Throughout the material below, count each line in which the word "values" appears, then reply with the count only.
· · · · · · ·
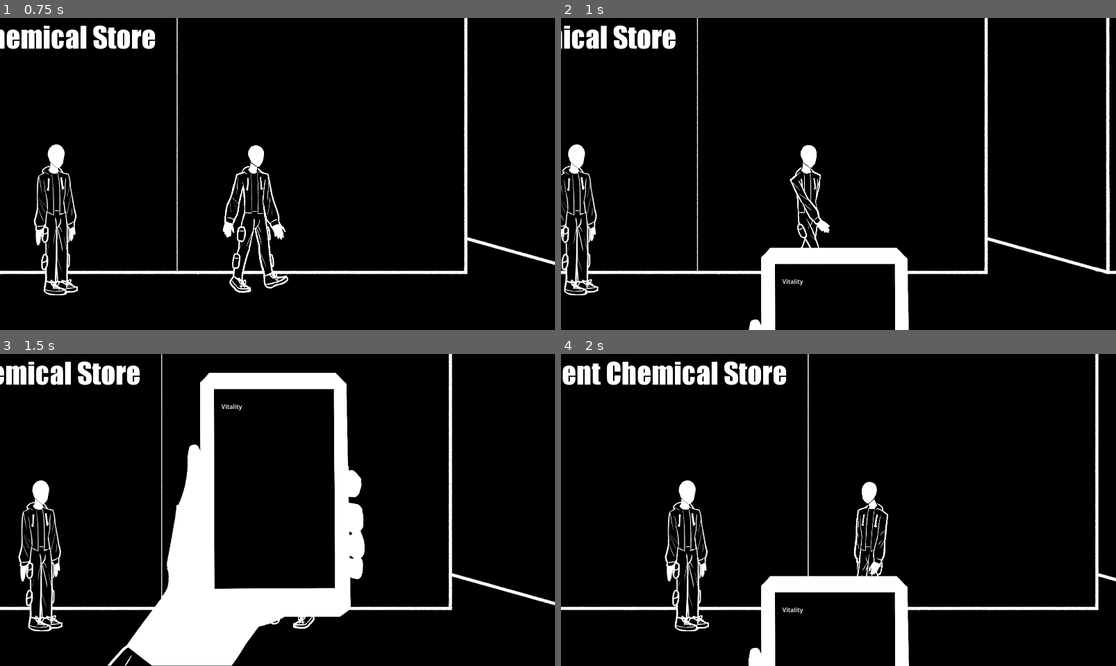
Above: before the commit, frames 1-4 (two rows, left to right).
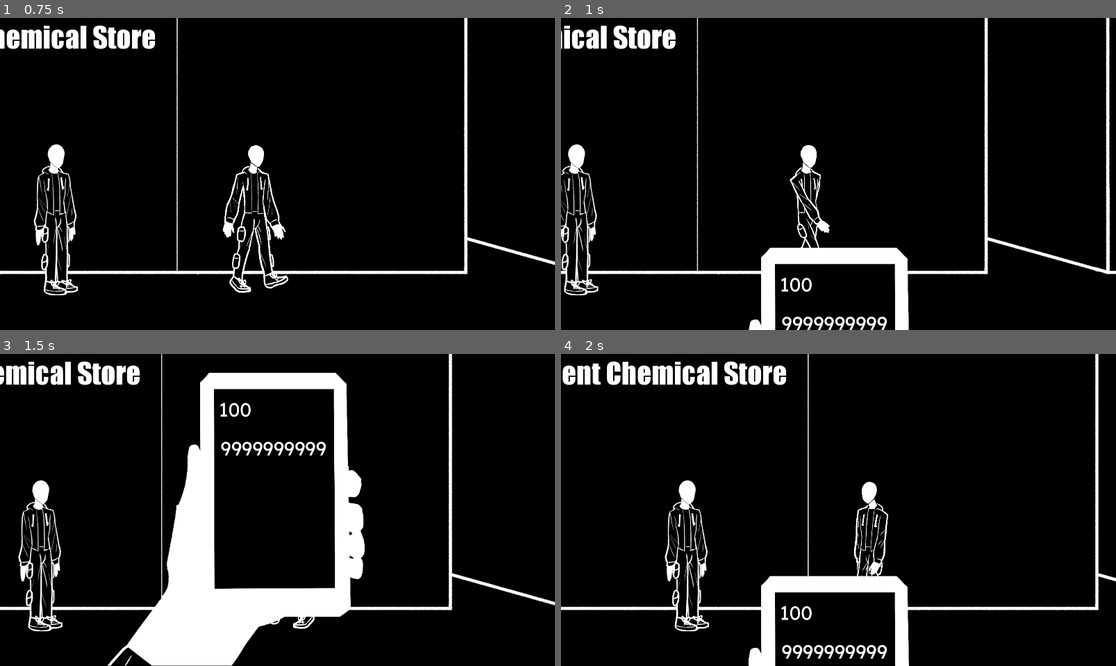
Above: after the commit, the same moments.

Repository: Cobble-Stun/Health-is-Currency
Game: Godot game, scene res://Scenes/Street.tscn
Same seed, same stepped clock (60 frames per second), same inputs: the game is played once before the commit and once after it.
Inputs (mouse positions are in pixels of both pictures, inside the frame that each line leads up to):
- Up to frame 1 (0.75 s): tap Enter at 0.5 s; move the mouse to (399, 158) at 0.52 s; hold Right (Right) from 0.53 s (still down); tap Tab (Phone) at 0.6 s
- Up to frame 2 (1 s): keep holding Right (Right)
- Up to frame 3 (1.5 s): move the mouse to (166, 525) at 1.27 s; release Right (Right) at 1.28 s; hold Left (Left) from 1.28 s (still down); click (166, 525) at 1.35 s
- Up to frame 4 (2 s): keep holding Left (Left); tap Tab (Phone) at 1.55 s

Frame 1 is identical in both runs. In frame 2, 0.6% of the frame differs, in the area x 39-59%, y 83-100%; in frame 3, 0.6%; in frame 4, 0.6%, in the area x 39-59%, y 80-98%.

Commit message:
Please Work

Diff:
--- a/Scenes/Street.tscn
+++ b/Scenes/Street.tscn
@@ -6,9 +6,27 @@
 [ext_resource type="Script" path="res://Scripts/Phone.gd" id="5_eocq7"]
 [ext_resource type="PackedScene" uid="uid://0jnmi4ke1jw" path="res://Prefabs/enemy.tscn" id="5_s6yda"]
 [ext_resource type="Texture2D" uid="uid://clot6sosggjmb" path="res://Sprites/Game Jam Phone Overlay.png" id="6_gifji"]
+[ext_resource type="Theme" uid="uid://defr2d40hwy3d" path="res://Application/UI.tres" id="7_nj1fw"]
+[ext_resource type="Script" path="res://Scripts/Load Scene.gd" id="8_8orns"]
 
 [sub_resource type="RectangleShape2D" id="RectangleShape2D_1i1cv"]
 size = Vector2(164, 774)
+
+[sub_resource type="Animation" id="Animation_s0yxl"]
+resource_name = "Bring Down"
+length = 0.7
+tracks/0/type = "value"
+tracks/0/imported = false
+tracks/0/enabled = true
+tracks/0/path = NodePath(".:position")
+tracks/0/interp = 2
+tracks/0/loop_wrap = true
+tracks/0/keys = {
+"times": PackedFloat32Array(0, 0.7),
+"transitions": PackedFloat32Array(1, 1),
+"update": 0,
+"values": [Vector2(964, 540), Vector2(964, 1700)]
+}
 
 [sub_resource type="Animation" id="Animation_c6fbn"]
 resource_name = "Bring Up"
@@ -26,27 +44,13 @@
 "values": [Vector2(964, 2000), Vector2(964, 540)]
 }
 
-[sub_resource type="Animation" id="Animation_s0yxl"]
-resource_name = "Bring Down"
-length = 0.7
-tracks/0/type = "value"
-tracks/0/imported = false
-tracks/0/enabled = true
-tracks/0/path = NodePath(".:position")
-tracks/0/interp = 2
-tracks/0/loop_wrap = true
-tracks/0/keys = {
-"times": PackedFloat32Array(0, 0.7),
-"transitions": PackedFloat32Array(1, 1),
-"update": 0,
-"values": [Vector2(964, 540), Vector2(964, 1700)]
-}
-
 [sub_resource type="AnimationLibrary" id="AnimationLibrary_eyqp3"]
 _data = {
 "Bring Down": SubResource("Animation_s0yxl"),
 "Bring Up": SubResource("Animation_c6fbn")
 }
+
+[sub_resource type="RectangleShape2D" id="RectangleShape2D_nihbe"]
 
 [node name="Street" type="Node2D"]
 
@@ -84,14 +88,25 @@
 }
 
 [node name="Health" type="RichTextLabel" parent="CanvasLayer/PhoneOverlay"]
-offset_left = -724.812
-offset_top = -1503.76
-offset_right = -684.812
-offset_bottom = -1463.76
+offset_left = -156.0
+offset_top = -293.0
+offset_right = 136.0
+offset_bottom = -176.0
+theme = ExtResource("7_nj1fw")
+text = "Vitality: 100"
 
 [node name="Debt" type="RichTextLabel" parent="CanvasLayer/PhoneOverlay"]
-offset_left = -149.0
-offset_top = -281.0
-offset_right = 120.0
-offset_bottom = -225.0
-text = "Vitality"
+offset_left = -151.0
+offset_top = -192.0
+offset_right = 129.0
+offset_bottom = 191.0
+theme = ExtResource("7_nj1fw")
+text = "Debt: 9999999999"
+
+[node name="LoadScene" type="Area2D" parent="."]
+script = ExtResource("8_8orns")
+
+[node name="CollisionShape2D" type="CollisionShape2D" parent="LoadScene"]
+shape = SubResource("RectangleShape2D_nihbe")
+
+[connection signal="body_entered" from="LoadScene" to="LoadScene" method="_on_body_entered"]
--- /dev/null
+++ b/Scripts/Globals.gd
@@ -0,0 +1,4 @@
+extends Node
+
+var health = 100
+var debt = 9999999999
--- /dev/null
+++ b/Scripts/Load Scene.gd
@@ -0,0 +1,7 @@
+extends Area2D
+
+#@export var scenePath: PackedScene
+
+#func _on_body_entered(body):
+	#if body.name == "Player":
+		#get_tree().change_scene_to_file(scenePath.resource_path)
--- a/Scripts/Phone.gd
+++ b/Scripts/Phone.gd
@@ -17,10 +17,14 @@
 		phoneOverlay.visible = true
 		healthText.visible = true
 		debtText.visible = true
+		healthText.text = str(globals.health)
+		debtText.text = str(globals.debt)
 		animPlayer.play("Bring Up")
 	elif Input.is_action_just_pressed("Phone") and phoneUp:
 		phoneUp = false
 		phoneOverlay.visible = true
 		healthText.visible = true
 		debtText.visible = true
+		healthText.text = str(globals.health)
+		debtText.text = str(globals.debt)
 		animPlayer.play("Bring Down")
--- a/project.godot
+++ b/project.godot
@@ -16,6 +16,10 @@
 boot_splash/show_image=false
 boot_splash/use_filter=false
 config/icon="res://Application/icon.svg"
+
+[autoload]
+
+globals="*res://Scripts/Globals.gd"
 
 [display]
 
Not shown: 1 places in Scenes/Street.tscn that only renumber resources
· · · · · · ·
* **ANSWER AREA**:
3